I saw 29 deer, 9 bucks included, in 3 sets this weekend.  All the deer were 2,4 ,6 points and closely following does.  Pretty much if you saw a doe moving steadily through an area, get ready because a buck was coming in the next few minutes.   Did not see a single buck twice.   I believe the big deer have not started chasing yet, but will as soon as this rain lets off.   I intend to Hunt all day Friday, Saturday & Sunday.

A few of the bucks have swollen necks and dark hocks but most did not.

The funny part came on Sunday about 1:00 in the afternoon, when I went to pull a card from a camera on the end of a club that we have not hunted this year.   I a driving my 4-wheeler down to the bottoms, turned a corner and there is the largest deer I have ever seen alive in the woods, It looked like a Brahma Bull with horns.    Of course, I do not have my gun with me so all I could do is watch as it loped away.    I will be hunting in that end of the club this coming weekend, which I believe could be the best weekend of the year for movement of big deer.

All the scrapes have gone cold.   Got to hunt White Oak Acorns, which are still falling but tapering off.   Red oaks are falling.  Need to get close to where the does are hanging out.


----------



## Baracus

I started to see good movement 8-10 when the rain would let up.
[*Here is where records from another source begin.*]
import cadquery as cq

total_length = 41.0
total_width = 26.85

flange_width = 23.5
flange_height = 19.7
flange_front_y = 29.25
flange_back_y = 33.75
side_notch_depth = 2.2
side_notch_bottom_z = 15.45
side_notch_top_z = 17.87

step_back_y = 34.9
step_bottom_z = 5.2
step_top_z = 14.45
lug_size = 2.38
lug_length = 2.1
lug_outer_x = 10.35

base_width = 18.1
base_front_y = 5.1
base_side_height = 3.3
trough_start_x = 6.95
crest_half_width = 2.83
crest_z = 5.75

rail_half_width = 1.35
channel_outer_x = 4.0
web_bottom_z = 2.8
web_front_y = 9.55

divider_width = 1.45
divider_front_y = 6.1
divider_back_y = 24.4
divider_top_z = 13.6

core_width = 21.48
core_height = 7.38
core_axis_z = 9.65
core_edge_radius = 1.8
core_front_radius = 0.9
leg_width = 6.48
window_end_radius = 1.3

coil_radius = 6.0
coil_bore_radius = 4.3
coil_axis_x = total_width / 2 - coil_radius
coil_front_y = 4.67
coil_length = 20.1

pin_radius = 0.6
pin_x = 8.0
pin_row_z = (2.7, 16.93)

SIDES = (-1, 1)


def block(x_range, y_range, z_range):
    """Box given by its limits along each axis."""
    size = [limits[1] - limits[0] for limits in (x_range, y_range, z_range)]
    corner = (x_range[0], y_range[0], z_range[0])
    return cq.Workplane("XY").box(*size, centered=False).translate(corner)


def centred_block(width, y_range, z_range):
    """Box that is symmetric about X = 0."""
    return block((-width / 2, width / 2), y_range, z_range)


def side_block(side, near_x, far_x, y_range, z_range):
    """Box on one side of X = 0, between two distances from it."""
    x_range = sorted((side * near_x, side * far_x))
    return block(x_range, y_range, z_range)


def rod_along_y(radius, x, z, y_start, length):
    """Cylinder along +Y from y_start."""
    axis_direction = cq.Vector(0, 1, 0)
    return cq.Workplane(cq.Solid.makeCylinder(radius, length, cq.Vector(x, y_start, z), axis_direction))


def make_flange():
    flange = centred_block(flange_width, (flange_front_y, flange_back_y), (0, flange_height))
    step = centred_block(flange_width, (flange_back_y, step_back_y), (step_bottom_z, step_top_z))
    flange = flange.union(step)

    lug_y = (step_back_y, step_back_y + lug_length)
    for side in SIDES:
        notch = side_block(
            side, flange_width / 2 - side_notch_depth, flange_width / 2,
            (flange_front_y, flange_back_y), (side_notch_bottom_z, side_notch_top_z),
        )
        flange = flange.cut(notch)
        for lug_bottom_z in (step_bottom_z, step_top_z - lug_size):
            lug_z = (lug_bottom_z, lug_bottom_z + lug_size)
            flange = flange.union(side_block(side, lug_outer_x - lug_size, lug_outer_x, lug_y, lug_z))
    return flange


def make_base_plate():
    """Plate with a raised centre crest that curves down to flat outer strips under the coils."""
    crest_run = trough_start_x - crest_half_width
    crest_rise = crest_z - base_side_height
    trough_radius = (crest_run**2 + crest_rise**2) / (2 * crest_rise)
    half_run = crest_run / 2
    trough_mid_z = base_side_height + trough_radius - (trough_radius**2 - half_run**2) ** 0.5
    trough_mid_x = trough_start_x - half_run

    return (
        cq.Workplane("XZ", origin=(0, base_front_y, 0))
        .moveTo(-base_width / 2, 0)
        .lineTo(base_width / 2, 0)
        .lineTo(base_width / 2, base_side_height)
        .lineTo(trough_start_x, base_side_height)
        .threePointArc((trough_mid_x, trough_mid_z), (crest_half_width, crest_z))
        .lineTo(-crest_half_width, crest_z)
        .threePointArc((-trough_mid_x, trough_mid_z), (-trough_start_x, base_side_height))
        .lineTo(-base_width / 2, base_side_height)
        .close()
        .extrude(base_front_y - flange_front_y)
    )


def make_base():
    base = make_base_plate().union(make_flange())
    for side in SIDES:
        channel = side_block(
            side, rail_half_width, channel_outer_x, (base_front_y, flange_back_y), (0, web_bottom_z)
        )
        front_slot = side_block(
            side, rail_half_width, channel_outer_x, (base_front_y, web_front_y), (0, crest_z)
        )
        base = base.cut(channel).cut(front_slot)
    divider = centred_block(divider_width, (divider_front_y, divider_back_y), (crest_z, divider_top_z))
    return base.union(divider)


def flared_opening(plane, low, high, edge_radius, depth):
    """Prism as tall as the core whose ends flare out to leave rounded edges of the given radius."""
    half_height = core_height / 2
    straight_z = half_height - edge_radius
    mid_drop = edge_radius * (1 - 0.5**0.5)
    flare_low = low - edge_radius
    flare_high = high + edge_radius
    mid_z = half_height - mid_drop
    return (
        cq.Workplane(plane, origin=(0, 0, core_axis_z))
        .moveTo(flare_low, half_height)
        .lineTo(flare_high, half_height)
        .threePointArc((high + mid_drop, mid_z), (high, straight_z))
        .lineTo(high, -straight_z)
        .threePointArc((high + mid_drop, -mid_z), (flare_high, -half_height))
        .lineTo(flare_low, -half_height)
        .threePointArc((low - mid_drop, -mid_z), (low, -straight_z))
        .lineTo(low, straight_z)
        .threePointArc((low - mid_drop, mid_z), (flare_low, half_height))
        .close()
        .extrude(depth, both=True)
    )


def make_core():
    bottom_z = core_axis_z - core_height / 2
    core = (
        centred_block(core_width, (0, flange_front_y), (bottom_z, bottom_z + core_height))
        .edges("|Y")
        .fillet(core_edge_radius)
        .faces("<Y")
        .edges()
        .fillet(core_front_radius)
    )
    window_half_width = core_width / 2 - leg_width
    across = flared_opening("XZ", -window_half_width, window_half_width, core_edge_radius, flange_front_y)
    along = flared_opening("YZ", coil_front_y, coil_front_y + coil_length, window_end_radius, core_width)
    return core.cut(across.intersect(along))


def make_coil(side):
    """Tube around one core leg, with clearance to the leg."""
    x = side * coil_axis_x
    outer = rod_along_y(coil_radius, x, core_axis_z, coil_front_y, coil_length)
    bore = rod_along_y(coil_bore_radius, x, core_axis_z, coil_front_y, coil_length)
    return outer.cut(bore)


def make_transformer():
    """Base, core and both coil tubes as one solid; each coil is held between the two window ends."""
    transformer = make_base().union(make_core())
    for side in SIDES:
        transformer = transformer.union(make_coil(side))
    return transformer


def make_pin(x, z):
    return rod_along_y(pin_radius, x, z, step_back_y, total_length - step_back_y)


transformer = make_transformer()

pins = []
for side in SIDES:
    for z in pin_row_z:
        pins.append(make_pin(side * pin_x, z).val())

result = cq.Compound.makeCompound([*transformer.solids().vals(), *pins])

Last sat and sunday saw alot. But tgat rain mon-wed killed it for me. Couldnt get back to woods until today, didnt see a thing this am. I agree with above, scrapes have dried up for almost 2 weeks. Found alot of acorns on the ground today.


----------



## Condor

Hunted Friday, Saturday, Sunday - 5 sits - saw total of 25 deer.   Does, 1-8point, 6, 4, & spikes.  Best sits were Friday and Saturday morning. Sunday temps started to go up and deer movement died.   The funny thing is they were not chasing at all.  Not even interested in the other sex.   The hocks are getting darker so I would have thought they would be chasing.   The property I’m on has a doe to buck ration of about 3-1.   Judging from the GON rut map the big deer must be locked up with does, I’m just not seeing anything.   I am guessing the weekends of Dec 1-2 and Dec 8-9 would be good with the echo rut.    Any experienced Jasper hunters have any ideas about the timing of the rut this year?


----------



## Baracus

The last 3 years i have hunted jasper. Between nov 10-18 is when i have seen all my bucks moving. With the days around thr 16-18 being when i saw and got my big ones.


----------



## 1980z28camaro

Anybody seeing anything and when do you think the second rut will kick off


----------



## Condor

Hunted during the cold weather this week, deer have moved off acorns to food plots and corn feeders.   Need to hunt the trails going to the new food sources.   Did not see a single deer in areas they had been thick in several weeks ago.


----------



## 1980z28camaro

How's the hunting been this year?


----------



## 1980z28camaro

Anyone seeing any rut activity near Highway 83?


----------



## ditchdoc24

1980z28camaro said:


> How's the hunting been this year?





1980z28camaro said:


> Anyone seeing any rut activity near Highway 83?



The hunting has been pretty good. I've heard of some good bucks hitting the ground and chasing is starting to happen. I killed a decent 8 pointer on 10/20 and have been seeing a lot of deer movement at night. I was coming home yesterday from picking my daughter up from school and saw a doe run across the road ahead of me. I slowed down and had a small buck run out in front of me in hot pursuit of the doe. That was on Post Rd which is in the north part of the county.


----------



## 1980z28camaro

Any chasing going on?


----------



## Condor

We are going down on Saturday morning, should be good with low temps and some sunshine after the rain.   Hopefully this will be the hot weekend.   Last year I saw a lot of chasing on our lease on November 13


----------



## Condor

Hunted this weekend, saw very few deer, heard 2 shots all day Saturday, Sunday morning.  Due to the weather and the rain that had just stopped falling, I was amazed at the lack of deer movement.    All deer were just cruising except one nice 10 Point that was with a doe.   Was surprised with the lack of activity.    I think the acorn crop in the area was poor, deer coming to corn that was put down, all deer observed were trying to find green plants.  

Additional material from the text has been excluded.